Wednesday, July 28, 2010

intelligence failure

A report unearthed by the Wikileaks documents cast doubts on both U.S. And Pakistani intelligence, demonstrating a severe lack of it on both sides. The case involves a warning by American intelligence that Pakistan's ISI (Directorate of Inter-Services Intelligence) launched a plot in 2007 to poison the beer of American forces, as well as any infidel Afghan soldiers foolish enough to imbibe the Devil's brew.

"Insidious, yes," said Col Dave Madson, stationed at the time near Kandahar, "and the truth is, we never trusted the ISI any further than we could throw them. But given the fact that Pakistan forbids the export of alcohol and the reality that we have no Forward Operating Bases there, you'd have to say it wasn't a very well thought out plot. They would have had to smuggle the beer onto American bases and then somehow get it inside of our locked storerooms. Heh heh heh, can't you just imagine their spies stopped at a checkpoint with a case of Bud light under their arms? Treacherous bunch of dumbasses."

One American who doesn't believe the plot was all that dumb is James Yeager, a U.S. geologist who was advising Afghanistan's Ministry of Mines. Yeager, returned to his quarters in Kabul one evening to find it had been burglarized. The intruder had taken money, but in a show of reciprocity had left behind a bottle of Corona. This being Kabul, the uninvestigated bottle remained on Yeager's table where he treated it like dirt, ignoring it for two weeks because Corona is his least favorite beer. Then came the dreadful night when his alcohol stash ran low.

"I pulled it out and when I popped it there was no fizz and the cap was loose," Yeager said. "Because this one didn’t have fizz you wonder if it went rancid or not, and I just kind of sniffed it and I went 'Oh, that doesn’t smell like beer'."

Being a geochemist, Yeager decided that the beer did not smell at all like malt and barley, but a lot more like sulfuric acid. Pouring it into a toilet where it foamed and fizzed left "no question" in his mind as to the beer's true nature. "I work internationally a lot and it’s just one of those things... It’s entertaining. You just go on," Yeager laughed, saying he had thought "Who cares, I’m going home."
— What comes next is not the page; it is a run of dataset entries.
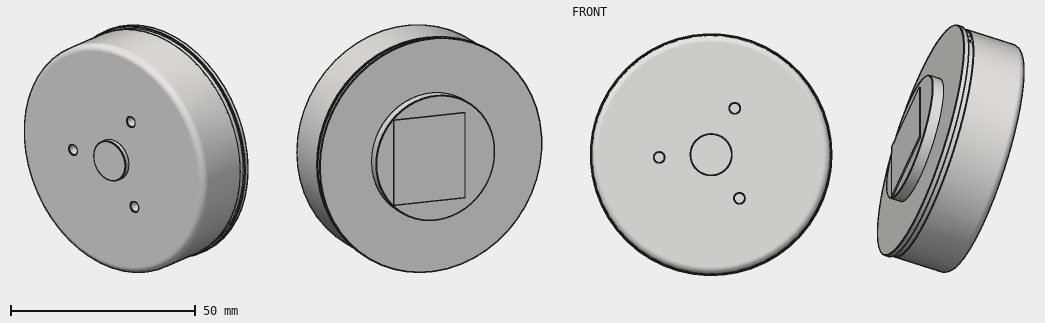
import cadquery as cq
import math


shell_radius = 32.3
shell_length = 15.2
shell_rim_fillet = 1.8

mount_hole_count = 3
mount_circle_radius = 14.05
mount_first_angle = 63.0
mount_hole_radius = 1.4
mount_hole_depth = 3.9
mount_countersink = 0.2

band_radius = 32.1
flange_radius = 32.7
boss_radius = 17.45
band_front = shell_length
flange_front = 16.7
flange_rear = 18.25
boss_rear = 21.45
base_chamfer = 0.2

slot_start_angle = 164.4
slot_end_angle = 171.7
slot_depth = 1.2

shaft_radius = 5.7
shaft_protrusion = 1.45
shaft_chamfer = 0.2
shaft_recess_depth = 3.9

plate_left = -8.5
plate_right = 12.4
plate_height = 23.8
overall_length = 23.3
plate_thickness = overall_length - shaft_protrusion - boss_rear


def disc(radius, front, rear):
    """Cylinder on the motor axis between two depths."""
    return cq.Workplane("XZ", origin=(0, front, 0)).circle(radius).extrude(front - rear)


def make_shaft():
    shaft = disc(shaft_radius, -shaft_protrusion, shaft_recess_depth)
    return shaft.faces("<Y").chamfer(shaft_chamfer)


def make_mount_hole(angle):
    """Cutter for one blind hole with its countersink, at an angle from +X toward +Z."""
    x = mount_circle_radius * math.cos(math.radians(angle))
    z = mount_circle_radius * math.sin(math.radians(angle))
    profile = [
        (0, 0),
        (mount_hole_radius + mount_countersink, 0),
        (mount_hole_radius, mount_countersink),
        (mount_hole_radius, mount_hole_depth),
        (0, mount_hole_depth),
    ]
    hole = cq.Workplane("XY").polyline(profile).close().revolve(360, (0, 0), (0, 1))
    return hole.translate((x, 0, z))


def make_shell():
    shell = disc(shell_radius, 0, shell_length).faces("<Y").edges().fillet(shell_rim_fillet)
    shell = shell.cut(disc(shaft_radius, 0, shaft_recess_depth))
    for i in range(mount_hole_count):
        shell = shell.cut(make_mount_hole(mount_first_angle + i * 360 / mount_hole_count))
    return shell


def make_slot():
    """Cutter for the band slot: a ring sector with radial side walls."""
    sector_angle = slot_end_angle - slot_start_angle
    sector = (
        cq.Workplane("XY")
        .moveTo(band_radius - slot_depth, band_front)
        .lineTo(flange_radius, band_front)
        .lineTo(flange_radius, flange_front)
        .lineTo(band_radius - slot_depth, flange_front)
        .close()
        .revolve(sector_angle, (0, 0), (0, -1))
    )
    return sector.rotate((0, 0, 0), (0, 1, 0), -slot_start_angle)


def make_base():
    band = disc(band_radius, band_front, flange_front).faces("<Y").chamfer(base_chamfer)
    flange = disc(flange_radius, flange_front, flange_rear).edges().chamfer(base_chamfer)
    boss = disc(boss_radius, flange_rear, boss_rear).faces(">Y").chamfer(base_chamfer)
    base = band.union(flange).union(boss)
    return base.cut(make_slot())


def make_plate():
    plate = cq.Workplane("XY").box(
        plate_right - plate_left, plate_thickness, plate_height, centered=(False, False, True)
    )
    return plate.translate((plate_left, boss_rear, 0))


shaft = make_shaft()
shell = make_shell()
base = make_base()
plate = make_plate()

result = cq.Compound.makeCompound([shell.val(), base.val(), shaft.val(), plate.val()])

"Ludicrously naive," said General Ahmad Shuja Pasha, director of the ISI. "I'm not just talking about James Yeager, who aside from being a geologist and geochemist is also apparently a rocket scientist. I'm talking about American Intelligence, who allowed the Wikileaks incident to occur, giving valuable information like this away. Not that I intend to poison any Americans, but if I wanted to I now know better than to use a faulty delivery system such as a Corona. Col Madson inadvertently tipped me off to the fact that Bud Light would have been much more effective. Furthermore, I believe this is proof that Americans will view without suspicion any beer that comes into their possession. Heh heh heh, I tell you, what with the rising cost of IEDs, poisoned roadside six-packs would be a cheap alternative. Gullible bunch of dumbasses."